Джон хотел расспросить ее еще о многом, но в этот момент в кабинет заглянул Энди.
– Прошу прощения, если помешал, – сказал он, – но нам только что звонили из больницы. Холлис Темплтон сказала, что готова встретиться с тобой в субботу во второй половине дня.
Мэгги встала:
– Она сама позвонила нам?
– Да, она позвонила сама.
– Она как-то объяснила свой звонок?
– Нет, но… – Энди неловко переступил с ноги на ногу, как делал всегда, когда оказывался в затруднительном положении. – Ты ведь с ней не знакома?
– Нет. Мы никогда не встречались.
– Но вы обе – художницы, может быть, вам приходилось слышать друг о друге?
Мэгги покачала головой:
– Я не знаю ее работ и сомневаюсь, чтобы она слышала о моих. А что?

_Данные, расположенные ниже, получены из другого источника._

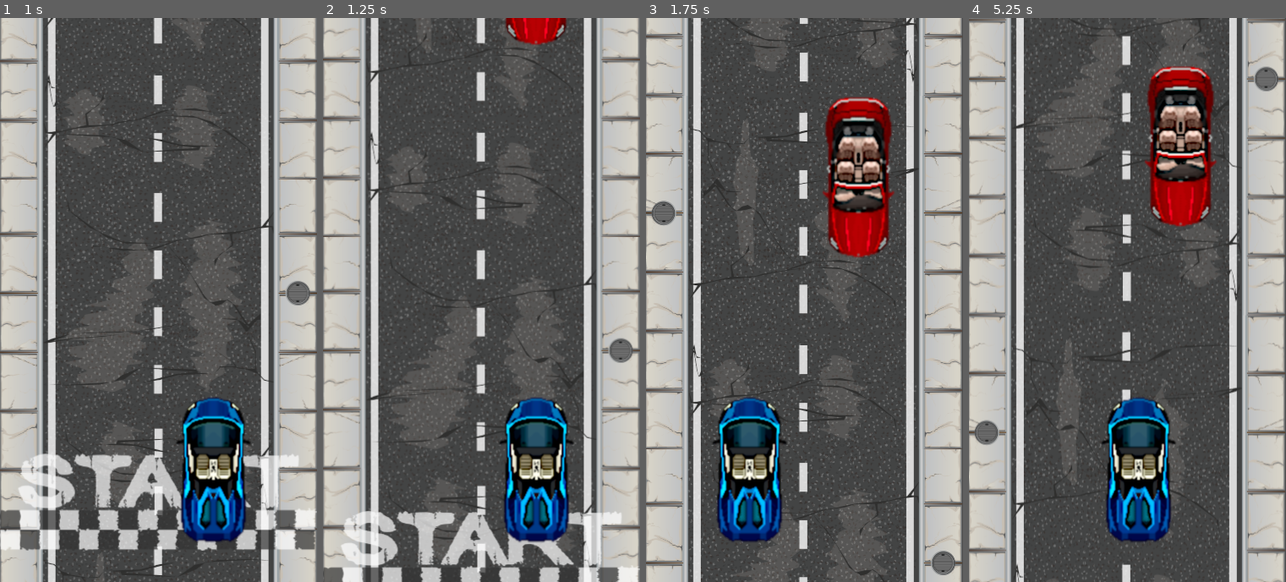
Above: before the commit, frames 1-4 (left to right).
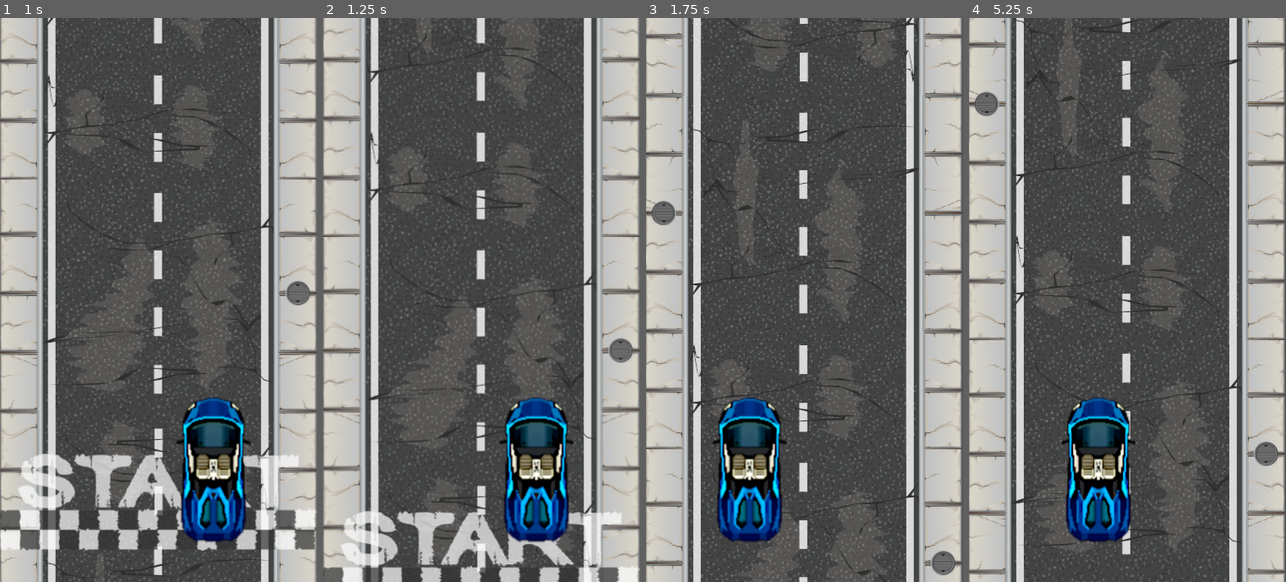
Above: after the commit, the same moments.

Repository: adngdb/coopjam
Game: Godot game, scene res://Levels/1_Level.tscn
The game is run twice, just before and just after one commit, with the same random seed, the same clock (stepped at 60 frames per second) and the same inputs. This scene is started directly instead of the project's main scene.
Inputs (mouse positions are in pixels of both pictures, inside the frame that each line leads up to):
- Up to frame 1 (1 s): move the mouse to (228, 271) at 0.52 s; hold Right (ui_right) from 0.53 s (still down); click (228, 271) at 0.6 s
- Up to frame 2 (1.25 s): keep holding Right (ui_right)
- Up to frame 3 (1.75 s): move the mouse to (741, 328) at 1.27 s; release Right (ui_right) at 1.28 s; hold Left (ui_left) from 1.28 s (still down); click (741, 328) at 1.35 s
- Up to frame 4 (5.25 s): move the mouse to (1159, 175) at 2.02 s; release Left (ui_left) at 2.03 s; hold Right (ui_right) 2.03-3.53 s; click (1159, 175) at 2.1 s; move the mouse to (1111, 412) at 2.77 s; click (1111, 412) at 2.85 s; move the mouse to (1222, 384) at 3.52 s; hold Left (ui_left) from 3.53 s (still down); click (1222, 384) at 3.6 s; move the mouse to (1032, 215) at 4.27 s; click (1032, 215) at 4.35 s; move the mouse to (1143, 300) at 5.02 s; click (1143, 300) at 5.1 s

Frame 1 is identical in both runs. In frame 2, 0.8% of the frame differs, in the area x 57-77%, y 0-5%; in frame 3, 5.0%; in frame 4, 27%, in the area x 0-100%, y 0-100%.

Commit message:
Change the three levels.

Diff:
--- a/Qlas/Levels/1_Level.tscn
+++ b/Qlas/Levels/1_Level.tscn
@@ -5,7 +5,7 @@
 [ext_resource path="res://Objects/Obstacles/RedCar.tscn" type="PackedScene" id=3]
 [ext_resource path="res://Objects/RoadTile/FinishLine.tscn" type="PackedScene" id=4]
 
-[node name="LevelTest" type="Node2D"]
+[node name="1_Level" type="Node2D"]
 
 [node name="Road" type="Node2D" parent="."]
 
@@ -35,13 +35,10 @@
 [node name="Obstacles" type="Node2D" parent="."]
 
 [node name="RedCar" parent="Obstacles" instance=ExtResource( 3 )]
-position = Vector2( 65, -736 )
-
-[node name="RedCar2" parent="Obstacles" instance=ExtResource( 3 )]
-position = Vector2( 64, -1864 )
+position = Vector2( 64, -1416 )
 
 [node name="RedCar3" parent="Obstacles" instance=ExtResource( 3 )]
-position = Vector2( -64, -2432 )
+position = Vector2( -64, -2880 )
 
 [node name="RedCar4" parent="Obstacles" instance=ExtResource( 3 )]
 position = Vector2( 56, -3944 )
--- a/Qlas/Levels/2_Level.tscn
+++ b/Qlas/Levels/2_Level.tscn
@@ -41,7 +41,7 @@
 position = Vector2( 64, -1864 )
 
 [node name="RedCar3" parent="Obstacles" instance=ExtResource( 3 )]
-position = Vector2( -64, -2432 )
+position = Vector2( -64, -2944 )
 
 [node name="RedCar4" parent="Obstacles" instance=ExtResource( 3 )]
 position = Vector2( 56, -3944 )
@@ -49,6 +49,9 @@
 [node name="RedCar5" parent="Obstacles" instance=ExtResource( 3 )]
 position = Vector2( -64, -5472 )
 
+[node name="RedCar6" parent="Obstacles" instance=ExtResource( 3 )]
+position = Vector2( -64, -184 )
+
 [node name="StartLine" parent="." instance=ExtResource( 1 )]
 position = Vector2( 0, -32 )
 
--- a/Qlas/Levels/3_Level.tscn
+++ b/Qlas/Levels/3_Level.tscn
@@ -35,19 +35,28 @@
 [node name="Obstacles" type="Node2D" parent="."]
 
 [node name="RedCar" parent="Obstacles" instance=ExtResource( 3 )]
-position = Vector2( 65, -736 )
+position = Vector2( 70, -480 )
 
 [node name="RedCar2" parent="Obstacles" instance=ExtResource( 3 )]
 position = Vector2( 64, -1864 )
 
 [node name="RedCar3" parent="Obstacles" instance=ExtResource( 3 )]
-position = Vector2( -64, -2432 )
+position = Vector2( 60, -2440 )
 
 [node name="RedCar4" parent="Obstacles" instance=ExtResource( 3 )]
-position = Vector2( 56, -3944 )
+position = Vector2( -68, -3096 )
 
 [node name="RedCar5" parent="Obstacles" instance=ExtResource( 3 )]
 position = Vector2( -64, -5472 )
+
+[node name="RedCar6" parent="Obstacles" instance=ExtResource( 3 )]
+position = Vector2( -66, -1152 )
+
+[node name="RedCar7" parent="Obstacles" instance=ExtResource( 3 )]
+position = Vector2( -68, -3928 )
+
+[node name="RedCar8" parent="Obstacles" instance=ExtResource( 3 )]
+position = Vector2( 68, -4456 )
 
 [node name="StartLine" parent="." instance=ExtResource( 1 )]
 position = Vector2( 0, -32 )

– Дело в том, что она назвала твое имя. Сказала, что будет говорить только с тобой.
Джон тоже поднялся.
– И что в этом удивительного? – спросил он.
Энди пожал плечами:
– Возможно, ничего. Но, насколько мне известно, никто из приходивших к мисс Темплтон детективов не рассказывал ей о Мэгги. Больше того, мы вообще стараемся не упоминать о том, что Мэгги – наш штатный полицейский художник. Холлис Темплтон просто неоткуда было узнать ее имя.
2 ноября, пятница
Номер в питтсбургском отеле был как две капли похож на любой другой номер в любой другой гостинице. Квентин Хейз спросил себя, не является ли это косвенным доказательством существования заговора гостиничных декораторов. Лично он был абсолютно убежден, что эти типы тайно встречаются один или два раза в год и сообща решают, как должны выглядеть комнаты в американских отелях. Какая им может быть от этого польза, Квентин не представлял, однако в существовании заговора не сомневался: вряд ли можно объяснить простым совпадением тот факт, что, куда бы он ни приехал, всюду его встречали одни и те же покрывала на кроватях, одни и те же занавески на окнах и безвкусные эстампы на стенах. От одного вида стандартной мебели его буквально тошнило, к тому же она неизменно оказывалась расставлена настолько бестолково, что для того, чтобы включить в розетку портативный компьютер или факс, приходилось отключать настольную лампу или холодильник.